INFORMATION SUPPLIED below:

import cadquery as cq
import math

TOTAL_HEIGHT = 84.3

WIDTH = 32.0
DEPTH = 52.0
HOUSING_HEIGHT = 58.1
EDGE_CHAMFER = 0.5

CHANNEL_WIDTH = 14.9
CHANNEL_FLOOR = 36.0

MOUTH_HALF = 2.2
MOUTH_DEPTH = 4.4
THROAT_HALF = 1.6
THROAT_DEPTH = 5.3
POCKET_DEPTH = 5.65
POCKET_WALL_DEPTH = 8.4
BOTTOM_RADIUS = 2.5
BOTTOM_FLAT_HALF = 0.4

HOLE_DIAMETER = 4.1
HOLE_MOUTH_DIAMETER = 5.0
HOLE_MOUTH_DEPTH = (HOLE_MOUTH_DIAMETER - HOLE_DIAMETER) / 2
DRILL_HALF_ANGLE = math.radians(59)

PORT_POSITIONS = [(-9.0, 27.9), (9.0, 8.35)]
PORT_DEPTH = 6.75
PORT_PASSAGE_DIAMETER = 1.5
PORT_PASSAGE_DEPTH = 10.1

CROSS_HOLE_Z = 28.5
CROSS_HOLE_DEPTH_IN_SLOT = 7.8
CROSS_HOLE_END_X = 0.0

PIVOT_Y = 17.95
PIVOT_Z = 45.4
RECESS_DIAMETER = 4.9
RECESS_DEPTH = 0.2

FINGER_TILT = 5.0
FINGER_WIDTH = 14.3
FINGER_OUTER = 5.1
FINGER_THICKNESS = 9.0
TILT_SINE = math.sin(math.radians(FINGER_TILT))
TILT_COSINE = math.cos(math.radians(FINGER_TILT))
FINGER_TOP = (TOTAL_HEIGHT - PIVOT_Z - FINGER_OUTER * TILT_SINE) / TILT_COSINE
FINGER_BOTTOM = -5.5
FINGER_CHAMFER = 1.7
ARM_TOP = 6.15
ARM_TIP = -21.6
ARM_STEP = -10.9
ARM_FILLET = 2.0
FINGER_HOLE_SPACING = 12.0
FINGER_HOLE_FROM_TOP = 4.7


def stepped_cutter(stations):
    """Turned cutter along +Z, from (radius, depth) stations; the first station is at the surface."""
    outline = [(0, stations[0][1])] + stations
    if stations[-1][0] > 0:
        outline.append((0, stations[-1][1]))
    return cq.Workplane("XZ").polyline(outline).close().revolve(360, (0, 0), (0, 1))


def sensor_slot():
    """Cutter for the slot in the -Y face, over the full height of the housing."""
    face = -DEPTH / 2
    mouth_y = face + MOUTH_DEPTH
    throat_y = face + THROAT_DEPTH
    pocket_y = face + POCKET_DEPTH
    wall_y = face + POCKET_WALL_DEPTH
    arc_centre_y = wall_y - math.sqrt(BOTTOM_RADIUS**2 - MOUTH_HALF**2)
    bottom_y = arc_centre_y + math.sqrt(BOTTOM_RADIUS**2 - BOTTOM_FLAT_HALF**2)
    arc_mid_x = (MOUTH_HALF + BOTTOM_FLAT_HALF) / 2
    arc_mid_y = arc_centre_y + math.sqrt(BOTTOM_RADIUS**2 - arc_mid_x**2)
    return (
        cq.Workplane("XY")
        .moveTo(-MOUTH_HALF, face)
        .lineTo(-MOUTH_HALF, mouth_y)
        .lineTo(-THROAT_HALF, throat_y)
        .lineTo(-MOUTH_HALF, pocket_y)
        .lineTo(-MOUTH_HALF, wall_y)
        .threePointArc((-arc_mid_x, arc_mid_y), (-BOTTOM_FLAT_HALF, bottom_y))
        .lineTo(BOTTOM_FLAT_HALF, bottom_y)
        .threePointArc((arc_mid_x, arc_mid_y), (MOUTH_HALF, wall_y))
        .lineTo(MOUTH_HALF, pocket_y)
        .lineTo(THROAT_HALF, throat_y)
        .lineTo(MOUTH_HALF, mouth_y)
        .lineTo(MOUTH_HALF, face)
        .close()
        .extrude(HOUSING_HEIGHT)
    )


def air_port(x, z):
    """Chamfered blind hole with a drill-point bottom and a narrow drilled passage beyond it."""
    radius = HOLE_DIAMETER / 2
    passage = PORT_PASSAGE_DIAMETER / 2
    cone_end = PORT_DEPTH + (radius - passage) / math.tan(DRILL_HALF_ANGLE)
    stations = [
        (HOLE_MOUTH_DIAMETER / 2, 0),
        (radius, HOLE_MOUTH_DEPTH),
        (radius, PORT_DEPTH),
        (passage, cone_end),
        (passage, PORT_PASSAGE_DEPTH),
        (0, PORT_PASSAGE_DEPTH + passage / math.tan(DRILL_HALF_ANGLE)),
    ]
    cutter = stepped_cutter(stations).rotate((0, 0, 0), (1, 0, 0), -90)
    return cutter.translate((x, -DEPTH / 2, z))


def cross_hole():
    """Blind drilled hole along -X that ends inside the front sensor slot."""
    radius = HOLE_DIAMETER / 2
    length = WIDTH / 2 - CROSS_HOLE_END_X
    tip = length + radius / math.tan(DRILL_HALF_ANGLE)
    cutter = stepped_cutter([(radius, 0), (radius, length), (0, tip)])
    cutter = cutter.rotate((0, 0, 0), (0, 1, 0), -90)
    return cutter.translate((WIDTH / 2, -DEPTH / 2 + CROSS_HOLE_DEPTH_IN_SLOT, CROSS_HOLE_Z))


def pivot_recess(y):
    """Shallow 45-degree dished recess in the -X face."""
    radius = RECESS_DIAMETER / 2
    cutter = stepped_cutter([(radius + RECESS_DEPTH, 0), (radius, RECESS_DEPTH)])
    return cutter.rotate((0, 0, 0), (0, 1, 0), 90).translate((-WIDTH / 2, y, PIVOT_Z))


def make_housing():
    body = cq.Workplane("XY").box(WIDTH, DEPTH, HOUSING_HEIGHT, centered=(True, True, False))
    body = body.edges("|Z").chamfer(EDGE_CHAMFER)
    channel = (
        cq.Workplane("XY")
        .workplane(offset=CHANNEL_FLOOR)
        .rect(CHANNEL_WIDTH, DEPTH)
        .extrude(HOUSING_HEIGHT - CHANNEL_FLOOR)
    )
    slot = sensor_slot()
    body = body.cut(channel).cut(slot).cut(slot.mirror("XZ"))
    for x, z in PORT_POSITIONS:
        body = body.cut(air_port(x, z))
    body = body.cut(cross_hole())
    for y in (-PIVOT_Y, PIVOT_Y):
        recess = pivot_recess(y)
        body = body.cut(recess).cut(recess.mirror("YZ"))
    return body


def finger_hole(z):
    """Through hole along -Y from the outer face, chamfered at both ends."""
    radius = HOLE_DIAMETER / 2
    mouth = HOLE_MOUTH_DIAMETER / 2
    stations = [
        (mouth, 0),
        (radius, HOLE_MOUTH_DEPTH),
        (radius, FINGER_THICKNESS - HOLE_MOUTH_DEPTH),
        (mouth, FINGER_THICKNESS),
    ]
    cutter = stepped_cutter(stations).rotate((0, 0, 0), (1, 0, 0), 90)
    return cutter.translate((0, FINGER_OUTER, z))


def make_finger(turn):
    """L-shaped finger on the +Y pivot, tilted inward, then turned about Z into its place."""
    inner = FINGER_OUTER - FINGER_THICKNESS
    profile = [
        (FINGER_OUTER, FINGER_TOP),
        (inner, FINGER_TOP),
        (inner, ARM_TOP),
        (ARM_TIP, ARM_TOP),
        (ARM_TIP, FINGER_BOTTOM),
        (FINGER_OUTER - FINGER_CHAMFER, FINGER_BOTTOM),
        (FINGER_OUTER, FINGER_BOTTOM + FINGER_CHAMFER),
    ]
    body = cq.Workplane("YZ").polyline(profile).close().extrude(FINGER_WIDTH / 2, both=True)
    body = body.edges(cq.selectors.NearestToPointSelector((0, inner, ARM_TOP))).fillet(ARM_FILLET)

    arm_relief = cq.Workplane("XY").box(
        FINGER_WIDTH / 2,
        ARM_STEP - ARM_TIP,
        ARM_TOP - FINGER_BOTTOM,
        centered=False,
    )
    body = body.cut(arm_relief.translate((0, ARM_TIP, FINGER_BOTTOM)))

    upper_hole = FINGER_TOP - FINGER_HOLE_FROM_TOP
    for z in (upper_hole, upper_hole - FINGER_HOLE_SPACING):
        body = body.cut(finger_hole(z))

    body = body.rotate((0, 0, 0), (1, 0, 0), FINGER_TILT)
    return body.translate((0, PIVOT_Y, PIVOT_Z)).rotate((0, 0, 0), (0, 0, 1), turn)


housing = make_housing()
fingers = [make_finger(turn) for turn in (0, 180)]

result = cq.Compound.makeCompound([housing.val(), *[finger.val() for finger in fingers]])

End of INFORMATION SUPPLIED.
INFORMATION SUPPLIED below:

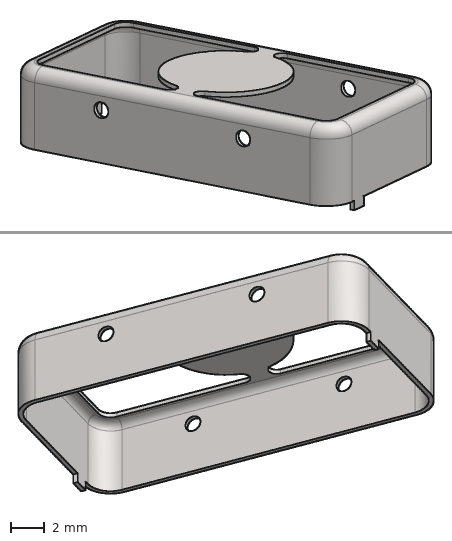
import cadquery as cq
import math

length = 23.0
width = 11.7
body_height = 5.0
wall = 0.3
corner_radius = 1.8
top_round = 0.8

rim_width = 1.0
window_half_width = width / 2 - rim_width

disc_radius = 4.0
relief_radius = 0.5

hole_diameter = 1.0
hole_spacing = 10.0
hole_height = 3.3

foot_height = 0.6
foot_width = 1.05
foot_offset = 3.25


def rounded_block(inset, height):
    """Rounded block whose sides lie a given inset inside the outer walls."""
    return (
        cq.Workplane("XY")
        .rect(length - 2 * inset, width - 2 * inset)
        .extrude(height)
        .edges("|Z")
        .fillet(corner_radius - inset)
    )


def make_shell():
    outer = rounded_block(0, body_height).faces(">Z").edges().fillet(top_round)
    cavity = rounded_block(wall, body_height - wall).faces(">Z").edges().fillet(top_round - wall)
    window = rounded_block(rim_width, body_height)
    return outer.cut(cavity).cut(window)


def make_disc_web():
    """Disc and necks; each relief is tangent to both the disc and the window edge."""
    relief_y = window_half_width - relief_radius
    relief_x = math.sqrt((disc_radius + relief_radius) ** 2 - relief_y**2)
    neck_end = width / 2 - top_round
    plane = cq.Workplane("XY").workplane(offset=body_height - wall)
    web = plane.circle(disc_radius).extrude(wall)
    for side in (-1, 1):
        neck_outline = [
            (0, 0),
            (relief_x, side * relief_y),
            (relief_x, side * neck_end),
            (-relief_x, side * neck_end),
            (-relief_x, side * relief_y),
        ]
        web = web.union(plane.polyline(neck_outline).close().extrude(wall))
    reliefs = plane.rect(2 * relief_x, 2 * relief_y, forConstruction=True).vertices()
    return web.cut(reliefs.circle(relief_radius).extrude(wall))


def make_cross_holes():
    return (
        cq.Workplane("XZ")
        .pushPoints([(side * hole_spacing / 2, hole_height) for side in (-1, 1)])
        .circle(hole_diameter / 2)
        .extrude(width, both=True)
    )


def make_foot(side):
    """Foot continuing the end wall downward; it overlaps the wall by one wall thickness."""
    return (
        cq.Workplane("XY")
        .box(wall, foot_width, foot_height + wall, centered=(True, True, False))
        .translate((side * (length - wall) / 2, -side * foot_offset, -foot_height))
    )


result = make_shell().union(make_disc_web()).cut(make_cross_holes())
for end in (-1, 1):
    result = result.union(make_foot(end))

End of INFORMATION SUPPLIED.
INFORMATION SUPPLIED below:

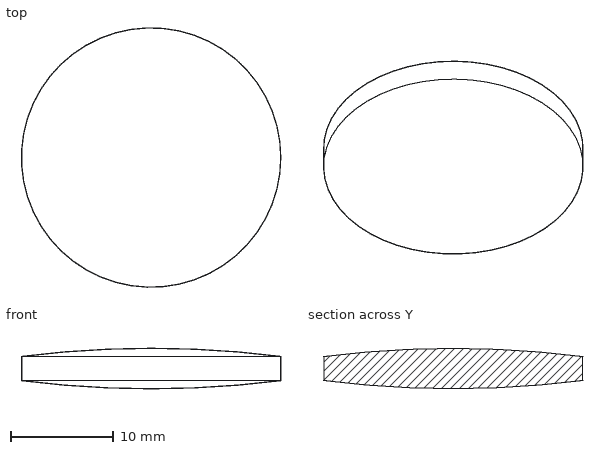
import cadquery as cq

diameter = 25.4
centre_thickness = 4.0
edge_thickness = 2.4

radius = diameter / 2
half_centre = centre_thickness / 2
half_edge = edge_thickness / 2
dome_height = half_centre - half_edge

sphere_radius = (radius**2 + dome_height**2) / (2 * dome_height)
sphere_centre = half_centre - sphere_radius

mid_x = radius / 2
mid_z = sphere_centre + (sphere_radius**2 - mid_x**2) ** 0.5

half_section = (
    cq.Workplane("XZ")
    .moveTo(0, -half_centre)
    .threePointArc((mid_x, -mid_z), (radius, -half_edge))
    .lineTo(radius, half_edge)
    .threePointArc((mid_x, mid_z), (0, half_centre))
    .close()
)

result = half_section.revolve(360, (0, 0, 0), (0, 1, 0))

End of INFORMATION SUPPLIED.

**ASSIGNMENT:** Using the entries above, return exactly the lines from the line with "cavity = rounded_block(wall, body_height" to the line with "result = result.union(make_foot(end))", counting both of those lines.

**ANSWER FOR THE TASK:**
    cavity = rounded_block(wall, body_height - wall).faces(">Z").edges().fillet(top_round - wall)
    window = rounded_block(rim_width, body_height)
    return outer.cut(cavity).cut(window)


def make_disc_web():
    """Disc and necks; each relief is tangent to both the disc and the window edge."""
    relief_y = window_half_width - relief_radius
    relief_x = math.sqrt((disc_radius + relief_radius) ** 2 - relief_y**2)
    neck_end = width / 2 - top_round
    plane = cq.Workplane("XY").workplane(offset=body_height - wall)
    web = plane.circle(disc_radius).extrude(wall)
    for side in (-1, 1):
        neck_outline = [
            (0, 0),
            (relief_x, side * relief_y),
            (relief_x, side * neck_end),
            (-relief_x, side * neck_end),
            (-relief_x, side * relief_y),
        ]
        web = web.union(plane.polyline(neck_outline).close().extrude(wall))
    reliefs = plane.rect(2 * relief_x, 2 * relief_y, forConstruction=True).vertices()
    return web.cut(reliefs.circle(relief_radius).extrude(wall))


def make_cross_holes():
    return (
        cq.Workplane("XZ")
        .pushPoints([(side * hole_spacing / 2, hole_height) for side in (-1, 1)])
        .circle(hole_diameter / 2)
        .extrude(width, both=True)
    )


def make_foot(side):
    """Foot continuing the end wall downward; it overlaps the wall by one wall thickness."""
    return (
        cq.Workplane("XY")
        .box(wall, foot_width, foot_height + wall, centered=(True, True, False))
        .translate((side * (length - wall) / 2, -side * foot_offset, -foot_height))
    )


result = make_shell().union(make_disc_web()).cut(make_cross_holes())
for end in (-1, 1):
    result = result.union(make_foot(end))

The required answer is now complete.